9/10
Letter perfect?
11 September 2014
Warning: Spoilers
"The Unsent Letter" begins with a simple and powerful concept; we are introduced to a letter being written, and we know from the title that it remains unsent. And this contributes to a sense of doom and danger (and contrasting human hope) that characterizes the film.

This film is in large part a combination of large successes in the areas of character drama and cinematography, appropriately as the setting is so vital. It's the wide-open wooded Siberian Taiga in summer with the ticking time-bomb of a Siberian winter looming unspoken. In a context like this, the isolation of place can make it a place for a bottle drama. Here the friction and attraction between the characters is intensified against the mortal danger that is its background.

In terms of direction, there is no shying away from the lingering shot, hanging on the difficulty of a passage or on the face of a character -- and this is very effective. The acting is first rate; I had known Vasili Livanov only as Sherlock Holmes, and it is great to seem him do full justice to a very dramatic role.
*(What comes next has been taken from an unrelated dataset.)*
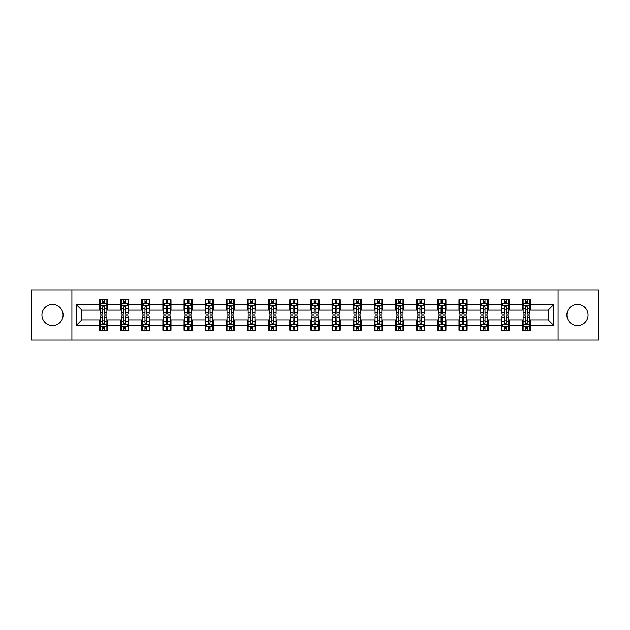 <?xml version="1.0" encoding="UTF-8"?>
<svg xmlns="http://www.w3.org/2000/svg" width="630" height="630" viewBox="0 0 630 630"><rect width="100%" height="100%" fill="white"/><g stroke="black" fill="none" stroke-linecap="round" stroke-linejoin="round"><path stroke-width="0.94" d="M577.482 304.424A10.576 10.576 0 0 0 566.913 315A10.576 10.576 0 0 0 577.482 325.576A10.576 10.576 0 0 0 588.058 315A10.576 10.576 0 0 0 577.482 304.424M52.518 304.424A10.576 10.576 0 0 0 41.942 315A10.576 10.576 0 0 0 52.518 325.576A10.576 10.576 0 0 0 63.087 315A10.576 10.576 0 0 0 52.518 304.424M558.093 340.082L598.5 340.082L598.5 289.918L558.093 289.918L558.093 340.082L71.907 340.082L71.907 289.918L31.5 289.918L31.5 340.082L71.907 340.082M558.093 289.918L71.907 289.918M530.57 304.7L530.57 299.746L522.435 299.746L522.435 304.7L509.426 304.7L509.426 299.746L501.291 299.746L501.291 304.7L488.274 304.7L488.274 299.746L480.139 299.746L480.139 304.7L467.121 304.7L467.121 299.746L458.987 299.746L458.987 304.7L445.969 304.7L445.969 299.746L437.834 299.746L437.834 304.7L424.817 304.7L424.817 299.746L416.682 299.746L416.682 304.7L403.673 304.7L403.673 299.746L395.538 299.746L395.538 304.7L382.52 304.7L382.52 299.746L374.385 299.746L374.385 304.7L361.368 304.7L361.368 299.746L353.233 299.746L353.233 304.7L340.216 304.7L340.216 299.746L332.081 299.746L332.081 304.7L319.064 304.7L319.064 299.746L310.936 299.746L310.936 304.7L297.919 304.7L297.919 299.746L289.784 299.746L289.784 304.7L276.767 304.7L276.767 299.746L268.632 299.746L268.632 304.7L255.615 304.7L255.615 299.746L247.48 299.746L247.48 304.7L234.462 304.7L234.462 299.746L226.327 299.746L226.327 304.7L213.318 304.7L213.318 299.746L205.183 299.746L205.183 304.7L192.166 304.7L192.166 299.746L184.031 299.746L184.031 304.7L171.013 304.7L171.013 299.746L162.879 299.746L162.879 304.7L149.861 304.7L149.861 299.746L141.726 299.746L141.726 304.7L128.709 304.7L128.709 299.746L120.574 299.746L120.574 304.7L107.565 304.7L107.565 299.746L99.43 299.746L99.43 304.7L76.38 304.7L76.38 325.3L81.798 319.882L99.43 319.882L99.43 330.254L107.565 330.254L107.565 319.882L120.574 319.882L120.574 330.254L128.709 330.254L128.709 319.882L141.726 319.882L141.726 330.254L149.861 330.254L149.861 319.882L162.879 319.882L162.879 330.254L171.013 330.254L171.013 319.882L184.031 319.882L184.031 330.254L192.166 330.254L192.166 319.882L205.183 319.882L205.183 330.254L213.318 330.254L213.318 319.882L226.327 319.882L226.327 330.254L234.462 330.254L234.462 319.882L247.48 319.882L247.48 330.254L255.615 330.254L255.615 319.882L268.632 319.882L268.632 330.254L276.767 330.254L276.767 319.882L289.784 319.882L289.784 330.254L297.919 330.254L297.919 319.882L310.936 319.882L310.936 330.254L319.064 330.254L319.064 319.882L332.081 319.882L332.081 330.254L340.216 330.254L340.216 319.882L353.233 319.882L353.233 330.254L361.368 330.254L361.368 319.882L374.385 319.882L374.385 330.254L382.52 330.254L382.52 319.882L395.538 319.882L395.538 330.254L403.673 330.254L403.673 319.882L416.682 319.882L416.682 330.254L424.817 330.254L424.817 319.882L437.834 319.882L437.834 330.254L445.969 330.254L445.969 319.882L458.987 319.882L458.987 330.254L467.121 330.254L467.121 319.882L480.139 319.882L480.139 330.254L488.274 330.254L488.274 319.882L501.291 319.882L501.291 330.254L509.426 330.254L509.426 319.882L522.435 319.882L522.435 330.254L530.57 330.254L530.57 319.882L548.202 319.882L548.202 310.118L530.57 310.118L530.57 304.7L553.62 304.7L553.62 325.3L530.57 325.3M522.435 325.3L509.426 325.3M501.291 325.3L488.274 325.3M480.139 325.3L467.121 325.3M458.987 325.3L445.969 325.3M437.834 325.3L424.817 325.3M416.682 325.3L403.673 325.3M395.538 325.3L382.52 325.3M374.385 325.3L361.368 325.3M353.233 325.3L340.216 325.3M332.081 325.3L319.064 325.3M310.936 325.3L297.919 325.3M289.784 325.3L276.767 325.3M268.632 325.3L255.615 325.3M247.48 325.3L234.462 325.3M226.327 325.3L213.318 325.3M205.183 325.3L192.166 325.3M184.031 325.3L171.013 325.3M162.879 325.3L149.861 325.3M141.726 325.3L128.709 325.3M120.574 325.3L107.565 325.3M99.43 325.3L76.38 325.3M522.435 304.7L522.435 310.118L509.426 310.118L509.426 304.7M501.291 304.7L501.291 310.118L488.274 310.118L488.274 304.7M480.139 304.7L480.139 310.118L467.121 310.118L467.121 304.7M458.987 304.7L458.987 310.118L445.969 310.118L445.969 304.7M437.834 304.7L437.834 310.118L424.817 310.118L424.817 304.7M416.682 304.7L416.682 310.118L403.673 310.118L403.673 304.7M395.538 304.7L395.538 310.118L382.52 310.118L382.52 304.7M374.385 304.7L374.385 310.118L361.368 310.118L361.368 304.7M353.233 304.7L353.233 310.118L340.216 310.118L340.216 304.7M332.081 304.7L332.081 310.118L319.064 310.118L319.064 304.7M310.936 304.7L310.936 310.118L297.919 310.118L297.919 304.7M289.784 304.7L289.784 310.118L276.767 310.118L276.767 304.7M268.632 304.7L268.632 310.118L255.615 310.118L255.615 304.7M247.48 304.7L247.48 310.118L234.462 310.118L234.462 304.7M226.327 304.7L226.327 310.118L213.318 310.118L213.318 304.7M205.183 304.7L205.183 310.118L192.166 310.118L192.166 304.7M184.031 304.7L184.031 310.118L171.013 310.118L171.013 304.7M162.879 304.7L162.879 310.118L149.861 310.118L149.861 304.7M141.726 304.7L141.726 310.118L128.709 310.118L128.709 304.7M120.574 304.7L120.574 310.118L107.565 310.118L107.565 304.7M99.43 304.7L99.43 310.118L81.798 310.118L76.38 304.7M81.798 310.118L81.798 319.882M553.62 325.3L548.202 319.882M548.202 310.118L553.62 304.7M99.43 303.14L100.107 303.14M102.682 303.14L104.304 303.14M106.879 303.14L107.565 303.14M99.43 309.984L100.107 309.984M102.682 309.984L104.304 309.984M106.879 309.984L107.565 309.984M99.43 320.016L100.107 320.016M102.682 320.016L104.304 320.016M106.879 320.016L107.565 320.016M99.43 326.86L100.107 326.86M102.682 326.86L104.304 326.86M106.879 326.86L107.565 326.86M120.574 320.016L121.251 320.016M123.834 320.016L125.457 320.016M128.032 320.016L128.709 320.016M120.574 326.86L121.251 326.86M123.834 326.86L125.457 326.86M128.032 326.86L128.709 326.86M120.574 303.14L121.251 303.14M123.834 303.14L125.457 303.14M128.032 303.14L128.709 303.14M120.574 309.984L121.251 309.984M123.834 309.984L125.457 309.984M128.032 309.984L128.709 309.984M141.726 320.016L142.404 320.016M144.979 320.016L146.609 320.016M149.184 320.016L149.861 320.016M141.726 326.86L142.404 326.86M144.979 326.86L146.609 326.86M149.184 326.86L149.861 326.86M141.726 303.14L142.404 303.14M144.979 303.14L146.609 303.14M149.184 303.14L149.861 303.14M141.726 309.984L142.404 309.984M144.979 309.984L146.609 309.984M149.184 309.984L149.861 309.984M162.879 320.016L163.556 320.016M166.131 320.016L167.761 320.016M170.336 320.016L171.013 320.016M162.879 326.86L163.556 326.86M166.131 326.86L167.761 326.86M170.336 326.86L171.013 326.86M162.879 303.14L163.556 303.14M166.131 303.14L167.761 303.14M170.336 303.14L171.013 303.14M162.879 309.984L163.556 309.984M166.131 309.984L167.761 309.984M170.336 309.984L171.013 309.984M184.031 320.016L184.708 320.016M187.283 320.016L188.913 320.016M191.488 320.016L192.166 320.016M184.031 326.86L184.708 326.86M187.283 326.86L188.913 326.86M191.488 326.86L192.166 326.86M184.031 303.14L184.708 303.14M187.283 303.14L188.913 303.14M191.488 303.14L192.166 303.14M184.031 309.984L184.708 309.984M187.283 309.984L188.913 309.984M191.488 309.984L192.166 309.984M205.183 320.016L205.86 320.016M208.435 320.016L210.058 320.016M212.633 320.016L213.318 320.016M205.183 326.86L205.86 326.86M208.435 326.86L210.058 326.86M212.633 326.86L213.318 326.86M205.183 303.14L205.86 303.14M208.435 303.14L210.058 303.14M212.633 303.14L213.318 303.14M205.183 309.984L205.86 309.984M208.435 309.984L210.058 309.984M212.633 309.984L213.318 309.984M226.327 320.016L227.005 320.016M229.588 320.016L231.21 320.016M233.785 320.016L234.462 320.016M226.327 326.86L227.005 326.86M229.588 326.86L231.21 326.86M233.785 326.86L234.462 326.86M226.327 303.14L227.005 303.14M229.588 303.14L231.21 303.14M233.785 303.14L234.462 303.14M226.327 309.984L227.005 309.984M229.588 309.984L231.21 309.984M233.785 309.984L234.462 309.984M247.48 320.016L248.157 320.016M250.732 320.016L252.362 320.016M254.937 320.016L255.615 320.016M247.48 326.86L248.157 326.86M250.732 326.86L252.362 326.86M254.937 326.86L255.615 326.86M247.48 303.14L248.157 303.14M250.732 303.14L252.362 303.14M254.937 303.14L255.615 303.14M247.48 309.984L248.157 309.984M250.732 309.984L252.362 309.984M254.937 309.984L255.615 309.984M268.632 320.016L269.309 320.016M271.884 320.016L273.514 320.016M276.09 320.016L276.767 320.016M268.632 326.86L269.309 326.86M271.884 326.86L273.514 326.86M276.09 326.86L276.767 326.86M268.632 303.14L269.309 303.14M271.884 303.14L273.514 303.14M276.09 303.14L276.767 303.14M268.632 309.984L269.309 309.984M271.884 309.984L273.514 309.984M276.09 309.984L276.767 309.984M289.784 320.016L290.461 320.016M293.037 320.016L294.667 320.016M297.242 320.016L297.919 320.016M289.784 326.86L290.461 326.86M293.037 326.86L294.667 326.86M297.242 326.86L297.919 326.86M289.784 303.14L290.461 303.14M293.037 303.14L294.667 303.14M297.242 303.14L297.919 303.14M289.784 309.984L290.461 309.984M293.037 309.984L294.667 309.984M297.242 309.984L297.919 309.984M310.936 320.016L311.614 320.016M314.189 320.016L315.811 320.016M318.386 320.016L319.064 320.016M310.936 326.86L311.614 326.86M314.189 326.86L315.811 326.86M318.386 326.86L319.064 326.86M310.936 303.14L311.614 303.14M314.189 303.14L315.811 303.14M318.386 303.14L319.064 303.14M310.936 309.984L311.614 309.984M314.189 309.984L315.811 309.984M318.386 309.984L319.064 309.984M332.081 320.016L332.758 320.016M335.333 320.016L336.963 320.016M339.538 320.016L340.216 320.016M332.081 326.86L332.758 326.86M335.333 326.86L336.963 326.86M339.538 326.86L340.216 326.86M332.081 303.14L332.758 303.14M335.333 303.14L336.963 303.14M339.538 303.14L340.216 303.14M332.081 309.984L332.758 309.984M335.333 309.984L336.963 309.984M339.538 309.984L340.216 309.984M353.233 320.016L353.91 320.016M356.486 320.016L358.116 320.016M360.691 320.016L361.368 320.016M353.233 326.86L353.91 326.86M356.486 326.86L358.116 326.86M360.691 326.86L361.368 326.86M353.233 303.14L353.91 303.14M356.486 303.14L358.116 303.14M360.691 303.14L361.368 303.14M353.233 309.984L353.91 309.984M356.486 309.984L358.116 309.984M360.691 309.984L361.368 309.984M374.385 320.016L375.063 320.016M377.638 320.016L379.268 320.016M381.843 320.016L382.52 320.016M374.385 326.86L375.063 326.86M377.638 326.86L379.268 326.86M381.843 326.86L382.52 326.86M374.385 303.14L375.063 303.14M377.638 303.14L379.268 303.14M381.843 303.14L382.52 303.14M374.385 309.984L375.063 309.984M377.638 309.984L379.268 309.984M381.843 309.984L382.52 309.984M395.538 320.016L396.215 320.016M398.79 320.016L400.412 320.016M402.995 320.016L403.673 320.016M395.538 326.86L396.215 326.86M398.79 326.86L400.412 326.86M402.995 326.86L403.673 326.86M395.538 303.14L396.215 303.14M398.79 303.14L400.412 303.14M402.995 303.14L403.673 303.14M395.538 309.984L396.215 309.984M398.79 309.984L400.412 309.984M402.995 309.984L403.673 309.984M416.682 320.016L417.367 320.016M419.942 320.016L421.565 320.016M424.14 320.016L424.817 320.016M416.682 326.86L417.367 326.86M419.942 326.86L421.565 326.86M424.14 326.86L424.817 326.86M416.682 303.14L417.367 303.14M419.942 303.14L421.565 303.14M424.14 303.14L424.817 303.14M416.682 309.984L417.367 309.984M419.942 309.984L421.565 309.984M424.14 309.984L424.817 309.984M437.834 320.016L438.512 320.016M441.087 320.016L442.717 320.016M445.292 320.016L445.969 320.016M437.834 326.86L438.512 326.86M441.087 326.86L442.717 326.86M445.292 326.86L445.969 326.86M437.834 303.14L438.512 303.14M441.087 303.14L442.717 303.14M445.292 303.14L445.969 303.14M437.834 309.984L438.512 309.984M441.087 309.984L442.717 309.984M445.292 309.984L445.969 309.984M458.987 320.016L459.664 320.016M462.239 320.016L463.869 320.016M466.444 320.016L467.121 320.016M458.987 326.86L459.664 326.86M462.239 326.86L463.869 326.86M466.444 326.86L467.121 326.86M458.987 303.14L459.664 303.14M462.239 303.14L463.869 303.14M466.444 303.14L467.121 303.14M458.987 309.984L459.664 309.984M462.239 309.984L463.869 309.984M466.444 309.984L467.121 309.984M480.139 320.016L480.816 320.016M483.391 320.016L485.021 320.016M487.596 320.016L488.274 320.016M480.139 326.86L480.816 326.86M483.391 326.86L485.021 326.86M487.596 326.86L488.274 326.86M480.139 303.14L480.816 303.14M483.391 303.14L485.021 303.14M487.596 303.14L488.274 303.14M480.139 309.984L480.816 309.984M483.391 309.984L485.021 309.984M487.596 309.984L488.274 309.984M501.291 320.016L501.968 320.016M504.543 320.016L506.166 320.016M508.749 320.016L509.426 320.016M501.291 326.86L501.968 326.86M504.543 326.86L506.166 326.86M508.749 326.86L509.426 326.86M501.291 303.14L501.968 303.14M504.543 303.14L506.166 303.14M508.749 303.14L509.426 303.14M501.291 309.984L501.968 309.984M504.543 309.984L506.166 309.984M508.749 309.984L509.426 309.984M522.435 320.016L523.12 320.016M525.696 320.016L527.318 320.016M529.893 320.016L530.57 320.016M522.435 326.86L523.12 326.86M525.696 326.86L527.318 326.86M529.893 326.86L530.57 326.86M522.435 303.14L523.12 303.14M525.696 303.14L527.318 303.14M529.893 303.14L530.57 303.14M522.435 309.984L523.12 309.984M525.696 309.984L527.318 309.984M529.893 309.984L530.57 309.984M104.304 301.51L102.682 301.51M106.879 312.488L104.304 312.488L104.304 314.189L106.879 314.189L106.879 305.912L105.525 303.203L101.462 303.203L100.107 305.912L100.107 314.189L102.682 314.189L102.682 312.488L100.107 312.488M100.107 305.912L100.107 299.746M106.879 305.912L106.879 299.746M102.682 303.203L102.682 299.746M104.304 299.746L104.304 303.203M104.304 312.488L104.304 306.936C103.769 305.889 103.226 305.889 102.682 306.936L102.682 312.488M102.682 328.49L104.304 328.49M100.107 317.512L102.682 317.512L102.682 315.811L100.107 315.811L100.107 324.088L101.462 326.797L105.525 326.797L106.879 324.088L106.879 315.811L104.304 315.811L104.304 317.512L106.879 317.512M106.879 324.088L106.879 330.254M100.107 324.088L100.107 330.254M104.304 326.797L104.304 330.254M102.682 330.254L102.682 326.797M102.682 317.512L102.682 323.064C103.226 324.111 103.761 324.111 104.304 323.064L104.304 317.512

The cinematography, though, is what is really extraordinary. There are some incredible shots moving around burning forest fires and huge icy landscapes that seem like they should have been impossible to achieve. In the end, one feels like one has gone through some of the ordeal of the characters. And one is tempted to imagine that making the film might have been a dangerous mission for the filmmakers on the order of what the characters encountered.